The exhibition’s title is borrowed from historical objects used as spouts on flour mills in the Upper Rhine region in the 18th and 19th centuries, where Thauberger’s ancestors originated. The project takes the form of an immersive installation that incorporates photographic and video documentation, wheat, and replica objects associated with a subset of the Black Sea German cultural group. These elements give tangible and experiential form to the film’s narrative, weaving together the very substance of settlement—shelter, sustenance, and economic purpose—with the lives, cultures, and livelihoods they engendered and displaced.

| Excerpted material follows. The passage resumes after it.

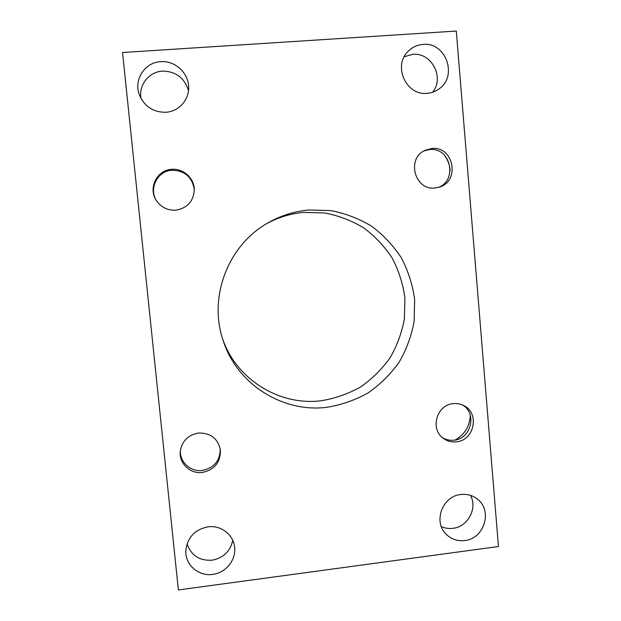<?xml version="1.0" encoding="UTF-8"?>
<svg xmlns="http://www.w3.org/2000/svg" width="621" height="621" viewBox="0 0 621 621"><rect width="100%" height="100%" fill="white"/><g stroke="black" fill="none" stroke-linecap="round" stroke-linejoin="round"><path stroke-width="0.93" d="M470.322 415.41C469.686 426.332 464.648 434.529 455.209 439.994M444.186 154.901C447.718 159.535 449.705 164.767 450.163 170.612M308.746 209.999L330.884 210.589C345.462 213.414 359.078 218.646 371.731 226.285C383.53 235.149 393.45 245.745 401.508 258.08C408.284 271.152 412.67 284.977 414.649 299.57L414.122 321.461C411.444 335.945 406.429 349.569 399.07 362.322C390.5 374.3 380.176 384.5 368.098 392.914C355.243 400.087 341.542 404.876 327.011 407.283C282.71 413.019 236.787 384.112 223.102 340.401C208.066 296.908 228.311 244.55 268.691 222.473C281.212 215.433 294.564 211.28 308.746 209.999M267.046 223.428C278.55 217.249 290.752 213.577 303.661 212.413L324.799 212.972C338.732 215.666 351.742 220.657 363.828 227.946C375.115 236.399 384.609 246.521 392.309 258.297C398.798 270.772 402.998 283.983 404.9 297.917L404.403 318.829C401.849 332.662 397.06 345.672 390.035 357.859C381.845 369.293 371.971 379.027 360.428 387.054C348.14 393.9 335.053 398.465 321.158 400.747C279.458 406.08 236.213 379.392 222.528 338.592M460.86 494.502C467.248 493.796 472.884 495.434 477.759 499.408C492.857 511.005 484.038 538.834 464.733 540.549C457.219 541.365 450.877 539.098 445.707 533.75C433.07 521.135 442.765 496.016 460.86 494.502M470.493 495.379C477.728 508.304 467.861 526.849 452.965 528.308C448.89 528.828 445.016 528.254 441.337 526.585M207.942 526.841C220.703 524.962 233.201 534.378 234.552 546.775C236.5 559.591 226.036 572.872 212.762 574.378C198.557 576.661 184.879 564.605 185.826 550.485C187.426 537.429 194.8 529.55 207.942 526.841M232.759 540.402C230.244 551.394 223.35 557.992 212.079 560.196C199.457 560.91 191.121 555.461 187.061 543.833M160.761 61.681C174.726 60.447 188.217 72.541 188.613 86.49C189.529 99.539 178.949 111.563 165.892 112.261C153.17 112.354 144.289 106.463 139.267 94.586C133.577 79.62 144.949 62.24 160.761 61.681M140.99 98.491C138.436 85.131 149.001 71.718 162.492 71.136C175.867 71.337 184.53 77.85 188.481 90.674M423.033 44.409C446.033 41.778 458.166 76.554 438.775 89.075C435.282 91.559 431.409 92.971 427.139 93.313C406.103 95.929 392.495 65.601 408.37 51.101C412.468 47.08 417.359 44.852 423.033 44.409M404.224 56.736L412.779 54.337C431.533 52.242 444.721 77.547 432.674 92.203M431.781 148.497C453.796 145.741 460.472 181.596 439.07 187.2L435.096 187.984C414.797 190.787 406.072 158.611 424.997 150.375L431.781 148.497M423.949 150.934L429.585 149.568C450.73 146.89 458.112 180.866 437.929 187.519M171.683 169.339C183.048 168.175 194.031 177.87 194.288 189.188C193.752 201.08 187.596 208.074 175.821 210.17C167.74 210.558 161.313 207.445 156.546 200.824C147.775 188.629 156.756 169.96 171.683 169.339M156.748 201.126C148.372 189.025 157.307 170.868 171.932 170.247C184.724 170.573 192.184 177.008 194.303 189.545M198.425 433.031C210.527 432.79 217.855 438.449 220.408 449.992C220.626 462.226 214.625 469.709 202.43 472.441C190.321 474.242 178.832 463.367 180.276 451.351C181.992 441.081 188.039 434.972 198.425 433.031M220.284 449.099C220.028 460.805 214.059 467.923 202.384 470.446C190.732 472.162 179.554 462.047 180.385 450.45M453.229 403.65C457.025 403.246 460.588 403.922 463.926 405.676C479.932 413.283 474.258 440.537 456.435 441.818C451.762 442.323 447.508 441.244 443.681 438.589C429.709 429.616 436.485 404.768 453.229 403.65M462.676 405.063C477.301 413.477 471.036 438.946 454.052 440.173C449.938 440.623 446.111 439.815 442.579 437.727M456.295 31.05L498.453 546.519L178.374 589.95L122.547 52.513L456.295 31.05"/></g></svg>

While drawing on the methodologies and materials for which she has become recognized globally, Der Kleiekotzer marks a significant turning point in her practice: a return to the place of her upbringing, refracted through histories of migration, settlement, and their ongoing neocolonial dynamics.

Joi T. Arcand

Encompassing installation, photography, and design, Joi T. Arcand’s practice enacts a visionary and subversive reclamation and indigenization of public spaces using Cree language and syllabics. Hailing from Muskeg Lake Cree Nation, Saskatchewan, Treaty 6 Territory, Arcand currently resides in Ottawa. Installed at the end of the corridor outside Marquee Gallery on Level 3, the phrase ᐯᐦᐯᔭᐠ ᐆᒥᓯ ᐃᓯ ᐁᐊᑎᐦᑌᑭ ᑕᑿᐦᐃᒥᓈᓇ appears in cahkipēhikana (syllabics) as an LED channel sign, its bright glow beckoning visitors onward.

The phrase is drawn from the chapter “Reminiscences of Muskeg Lake” in kôhkominawak otâcimowiniwâwa / Our Grandmothers’ Lives as Told in Their Own Words, a collection of personal stories from the daily lives of seven nêhiyaw-iskwêwak (nêhiyaw women) spanning the past century. In a conversation between Alpha Lafond, Arcand’s great-aunt by marriage, and Rosa Longneck, Lafond recalls the words of her relative, Julia Arcand: “Just like this, as one by one the chokecherries are ripening.” The ripening of chokecherries in August marked both the passage of time and the cyclical return of the seasons. For the kôhkomwak (grandmothers), attentiveness to the land is itself a form of knowledge—nêhiyawîhtwȃwin, the Cree way—yet they note that chokecherries now ripen earlier, reflecting the effects of environmental change.

A language learner herself, Arcand describes nêhiyawêwin as present everywhere on the land, resonating through place names, plants, animals, and people. For her, working in these territories means engaging with language as an essential part of place. She sees the beauty of syllabics as a powerful entry point for learning more about the language and the history of its written form.